Sadly, rather than publicly answer such basic questions about their product (which we wouldn’t have to ask if the datasheet didn’t suck in the first place), Realtek will contact you privately, pull you into an email thread with a bunch of employees, demand that you sign an NDA, jump on conference calls, and discuss your company and application at length before they’ll release any information not present in the datasheet. If you don’t comply, they’ll immediately ghost you.

This would be understandable if (a) we were asking for internal implementation details that couldn’t be described without divulging valuable IP or if (b) Realtek were trying to market this platform only to large OEMs, but neither of these is the case: (a) We’re only asking for basic information on how to externally interface with their product, which could easily be answered without giving up any trade secrets (and which other manufacturers—e.g. Nordic—include in great detail in their datasheets), and (b) Realtek is clearly trying to market Ameba to the maker community.

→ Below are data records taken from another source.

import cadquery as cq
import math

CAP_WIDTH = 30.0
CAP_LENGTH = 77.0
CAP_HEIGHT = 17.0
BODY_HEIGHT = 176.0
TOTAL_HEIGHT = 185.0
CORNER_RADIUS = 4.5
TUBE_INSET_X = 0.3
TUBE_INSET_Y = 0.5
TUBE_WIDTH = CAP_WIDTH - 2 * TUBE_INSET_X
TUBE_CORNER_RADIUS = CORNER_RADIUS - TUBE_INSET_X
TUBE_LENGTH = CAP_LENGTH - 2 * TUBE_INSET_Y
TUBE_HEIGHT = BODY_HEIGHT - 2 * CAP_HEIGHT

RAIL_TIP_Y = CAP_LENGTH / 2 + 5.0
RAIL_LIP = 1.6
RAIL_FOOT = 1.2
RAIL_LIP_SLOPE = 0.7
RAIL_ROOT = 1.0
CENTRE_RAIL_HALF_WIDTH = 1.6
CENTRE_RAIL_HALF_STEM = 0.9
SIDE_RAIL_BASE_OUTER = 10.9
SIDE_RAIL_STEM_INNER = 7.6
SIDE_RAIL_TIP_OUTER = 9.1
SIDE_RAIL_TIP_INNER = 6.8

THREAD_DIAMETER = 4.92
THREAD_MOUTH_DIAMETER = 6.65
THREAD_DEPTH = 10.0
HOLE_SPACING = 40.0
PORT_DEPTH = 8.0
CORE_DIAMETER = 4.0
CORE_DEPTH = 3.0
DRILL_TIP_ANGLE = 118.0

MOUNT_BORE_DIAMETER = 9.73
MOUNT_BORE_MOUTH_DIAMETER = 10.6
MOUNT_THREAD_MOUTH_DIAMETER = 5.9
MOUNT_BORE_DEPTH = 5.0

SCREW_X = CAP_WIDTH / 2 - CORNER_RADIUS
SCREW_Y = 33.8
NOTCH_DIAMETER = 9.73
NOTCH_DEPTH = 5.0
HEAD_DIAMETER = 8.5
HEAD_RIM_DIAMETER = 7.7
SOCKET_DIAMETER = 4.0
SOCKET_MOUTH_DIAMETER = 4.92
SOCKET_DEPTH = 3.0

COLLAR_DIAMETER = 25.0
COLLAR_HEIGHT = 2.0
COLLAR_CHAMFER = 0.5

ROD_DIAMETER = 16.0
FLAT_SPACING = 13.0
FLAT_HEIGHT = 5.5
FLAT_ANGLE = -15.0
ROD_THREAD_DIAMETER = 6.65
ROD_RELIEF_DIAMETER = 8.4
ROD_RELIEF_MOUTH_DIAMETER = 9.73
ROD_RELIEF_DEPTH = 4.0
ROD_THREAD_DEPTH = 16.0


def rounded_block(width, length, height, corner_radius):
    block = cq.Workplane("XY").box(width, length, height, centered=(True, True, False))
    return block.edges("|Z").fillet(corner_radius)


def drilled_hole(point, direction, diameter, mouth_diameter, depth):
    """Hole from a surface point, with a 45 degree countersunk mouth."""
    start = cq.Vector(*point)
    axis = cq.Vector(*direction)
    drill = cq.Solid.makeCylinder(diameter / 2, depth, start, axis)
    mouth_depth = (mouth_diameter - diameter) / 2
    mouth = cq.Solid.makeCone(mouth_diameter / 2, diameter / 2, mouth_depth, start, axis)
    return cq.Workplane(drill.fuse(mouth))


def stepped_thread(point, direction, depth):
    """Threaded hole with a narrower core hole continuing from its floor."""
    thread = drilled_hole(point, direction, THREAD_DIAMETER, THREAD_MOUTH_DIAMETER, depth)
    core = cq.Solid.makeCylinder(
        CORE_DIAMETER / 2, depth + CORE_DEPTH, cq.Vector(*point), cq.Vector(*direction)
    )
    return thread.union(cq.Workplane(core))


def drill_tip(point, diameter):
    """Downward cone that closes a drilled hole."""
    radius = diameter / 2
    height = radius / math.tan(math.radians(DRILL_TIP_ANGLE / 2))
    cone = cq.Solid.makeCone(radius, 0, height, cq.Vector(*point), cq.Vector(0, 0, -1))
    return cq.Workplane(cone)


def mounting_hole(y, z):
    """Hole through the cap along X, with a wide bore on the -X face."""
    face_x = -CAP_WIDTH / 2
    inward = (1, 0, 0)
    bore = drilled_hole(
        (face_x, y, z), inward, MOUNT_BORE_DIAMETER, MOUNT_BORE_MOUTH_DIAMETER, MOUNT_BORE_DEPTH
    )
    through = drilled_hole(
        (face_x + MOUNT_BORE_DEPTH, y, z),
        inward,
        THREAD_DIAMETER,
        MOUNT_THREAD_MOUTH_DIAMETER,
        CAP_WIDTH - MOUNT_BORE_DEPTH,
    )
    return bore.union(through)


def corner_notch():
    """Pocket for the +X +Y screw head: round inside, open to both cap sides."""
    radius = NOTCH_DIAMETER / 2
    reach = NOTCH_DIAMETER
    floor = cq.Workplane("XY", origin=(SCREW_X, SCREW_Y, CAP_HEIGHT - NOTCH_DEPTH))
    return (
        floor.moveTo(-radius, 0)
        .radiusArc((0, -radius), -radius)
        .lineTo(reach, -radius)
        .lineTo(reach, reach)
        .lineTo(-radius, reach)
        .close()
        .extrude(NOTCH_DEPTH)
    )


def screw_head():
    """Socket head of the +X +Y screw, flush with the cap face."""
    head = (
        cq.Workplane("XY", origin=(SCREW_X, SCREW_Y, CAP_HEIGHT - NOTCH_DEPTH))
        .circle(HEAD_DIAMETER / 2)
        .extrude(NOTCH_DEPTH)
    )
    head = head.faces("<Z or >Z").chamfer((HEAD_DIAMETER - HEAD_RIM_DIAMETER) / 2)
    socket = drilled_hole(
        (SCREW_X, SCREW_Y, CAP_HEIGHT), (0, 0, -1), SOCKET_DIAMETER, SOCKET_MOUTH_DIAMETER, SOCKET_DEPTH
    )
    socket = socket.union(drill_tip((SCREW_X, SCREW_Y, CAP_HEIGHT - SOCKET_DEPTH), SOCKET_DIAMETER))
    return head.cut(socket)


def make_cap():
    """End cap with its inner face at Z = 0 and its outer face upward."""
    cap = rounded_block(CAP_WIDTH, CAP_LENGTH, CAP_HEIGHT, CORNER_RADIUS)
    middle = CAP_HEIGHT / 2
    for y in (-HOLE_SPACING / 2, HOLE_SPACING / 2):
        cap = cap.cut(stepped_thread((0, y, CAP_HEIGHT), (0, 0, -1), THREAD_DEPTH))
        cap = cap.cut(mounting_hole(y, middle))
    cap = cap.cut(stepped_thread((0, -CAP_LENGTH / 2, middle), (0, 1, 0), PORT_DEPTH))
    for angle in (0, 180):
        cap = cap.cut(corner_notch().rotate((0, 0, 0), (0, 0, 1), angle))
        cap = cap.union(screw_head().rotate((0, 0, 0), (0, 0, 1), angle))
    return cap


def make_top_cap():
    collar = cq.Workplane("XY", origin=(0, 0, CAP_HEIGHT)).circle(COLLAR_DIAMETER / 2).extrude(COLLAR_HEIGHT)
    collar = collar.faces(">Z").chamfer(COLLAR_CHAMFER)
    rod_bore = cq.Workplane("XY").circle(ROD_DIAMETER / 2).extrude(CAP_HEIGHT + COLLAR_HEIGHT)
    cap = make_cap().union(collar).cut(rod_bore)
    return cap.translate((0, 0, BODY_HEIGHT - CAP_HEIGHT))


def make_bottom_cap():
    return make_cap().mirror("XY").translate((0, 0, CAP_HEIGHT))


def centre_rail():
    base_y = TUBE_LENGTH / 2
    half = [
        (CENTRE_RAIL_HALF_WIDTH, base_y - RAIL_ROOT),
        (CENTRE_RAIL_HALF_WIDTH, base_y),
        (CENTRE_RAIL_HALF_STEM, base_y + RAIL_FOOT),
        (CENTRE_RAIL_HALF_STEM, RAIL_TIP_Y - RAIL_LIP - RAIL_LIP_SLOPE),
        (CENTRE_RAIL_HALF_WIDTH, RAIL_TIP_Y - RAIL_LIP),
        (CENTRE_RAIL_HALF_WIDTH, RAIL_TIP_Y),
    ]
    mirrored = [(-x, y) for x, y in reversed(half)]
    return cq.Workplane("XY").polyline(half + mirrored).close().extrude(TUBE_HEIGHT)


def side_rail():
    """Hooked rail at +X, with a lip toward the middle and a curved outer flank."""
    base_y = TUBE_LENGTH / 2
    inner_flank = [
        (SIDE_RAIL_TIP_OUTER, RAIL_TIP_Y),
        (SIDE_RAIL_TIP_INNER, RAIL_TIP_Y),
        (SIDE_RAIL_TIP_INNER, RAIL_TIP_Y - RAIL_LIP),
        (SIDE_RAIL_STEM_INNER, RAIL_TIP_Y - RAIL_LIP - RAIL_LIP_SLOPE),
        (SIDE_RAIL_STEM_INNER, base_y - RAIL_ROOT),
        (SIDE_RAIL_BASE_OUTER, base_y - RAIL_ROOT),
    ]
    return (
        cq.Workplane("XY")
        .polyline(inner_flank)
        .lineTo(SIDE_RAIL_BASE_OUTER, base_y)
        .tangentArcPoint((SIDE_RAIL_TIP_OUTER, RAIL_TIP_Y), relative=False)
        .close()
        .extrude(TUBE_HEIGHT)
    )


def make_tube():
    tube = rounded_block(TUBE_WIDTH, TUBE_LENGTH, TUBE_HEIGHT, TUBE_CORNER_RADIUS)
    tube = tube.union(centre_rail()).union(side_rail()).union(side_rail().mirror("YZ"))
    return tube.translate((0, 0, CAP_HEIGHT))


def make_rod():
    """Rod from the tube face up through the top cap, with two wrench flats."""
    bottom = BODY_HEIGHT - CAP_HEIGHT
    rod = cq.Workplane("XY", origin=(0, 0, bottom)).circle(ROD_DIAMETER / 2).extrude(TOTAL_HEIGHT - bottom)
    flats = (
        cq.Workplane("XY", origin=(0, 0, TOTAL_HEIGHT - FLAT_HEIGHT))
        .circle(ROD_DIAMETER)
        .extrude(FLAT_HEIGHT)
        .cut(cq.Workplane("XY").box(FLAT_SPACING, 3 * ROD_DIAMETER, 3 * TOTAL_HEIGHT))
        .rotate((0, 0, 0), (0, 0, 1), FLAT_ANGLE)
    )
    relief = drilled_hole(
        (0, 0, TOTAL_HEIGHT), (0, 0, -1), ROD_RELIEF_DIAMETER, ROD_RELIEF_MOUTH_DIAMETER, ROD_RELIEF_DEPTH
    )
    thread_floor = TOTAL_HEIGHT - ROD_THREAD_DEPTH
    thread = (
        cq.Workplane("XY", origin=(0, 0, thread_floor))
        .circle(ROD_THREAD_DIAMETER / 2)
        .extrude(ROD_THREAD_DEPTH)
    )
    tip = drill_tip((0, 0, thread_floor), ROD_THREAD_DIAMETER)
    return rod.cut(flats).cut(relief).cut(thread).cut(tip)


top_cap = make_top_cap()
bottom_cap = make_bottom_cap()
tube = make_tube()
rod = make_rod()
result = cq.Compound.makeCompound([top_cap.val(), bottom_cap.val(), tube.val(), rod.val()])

The problem is that Realtek wants the popularity of an open platform without actually opening anything up: They refuse to answer basic questions, their NDA process requires that you work for a medium-to-large company and go through a bunch of red tape, they hold documentation hostage, they can’t even write a decent SDK, and they purposely pull functionality (e.g. Bluetooth and USB stacks) from the standard SDK that’s publicly available. It almost feels as though they don’t want people adopting their platform… :roll_eyes:

@MoonMoon My testing indicates that there’s no internal resistor divider or, if there is, it’s not on by default. It’s possible that the datasheet is actually referring to the comparator peripheral’s resistor dividers (which can work in conjunction with the ADC in comparator-assisted mode) rather than the ADC itself. :man_shrugging:t2:

So the information we can see is that the input voltage is limited to 0-3.3V for the ADC with 4M-ohm impedance and 1.9pF capacitance. The maximum sample rate is 1M-sample/s, and will be lower if the sensor impedance is included and limited to the equation listed in the data sheet, repeated here 8.4Rout1.9pF - 0.5 us < 1/fs. That’s all. By the way, I am wondering what are you going to do with these parameters?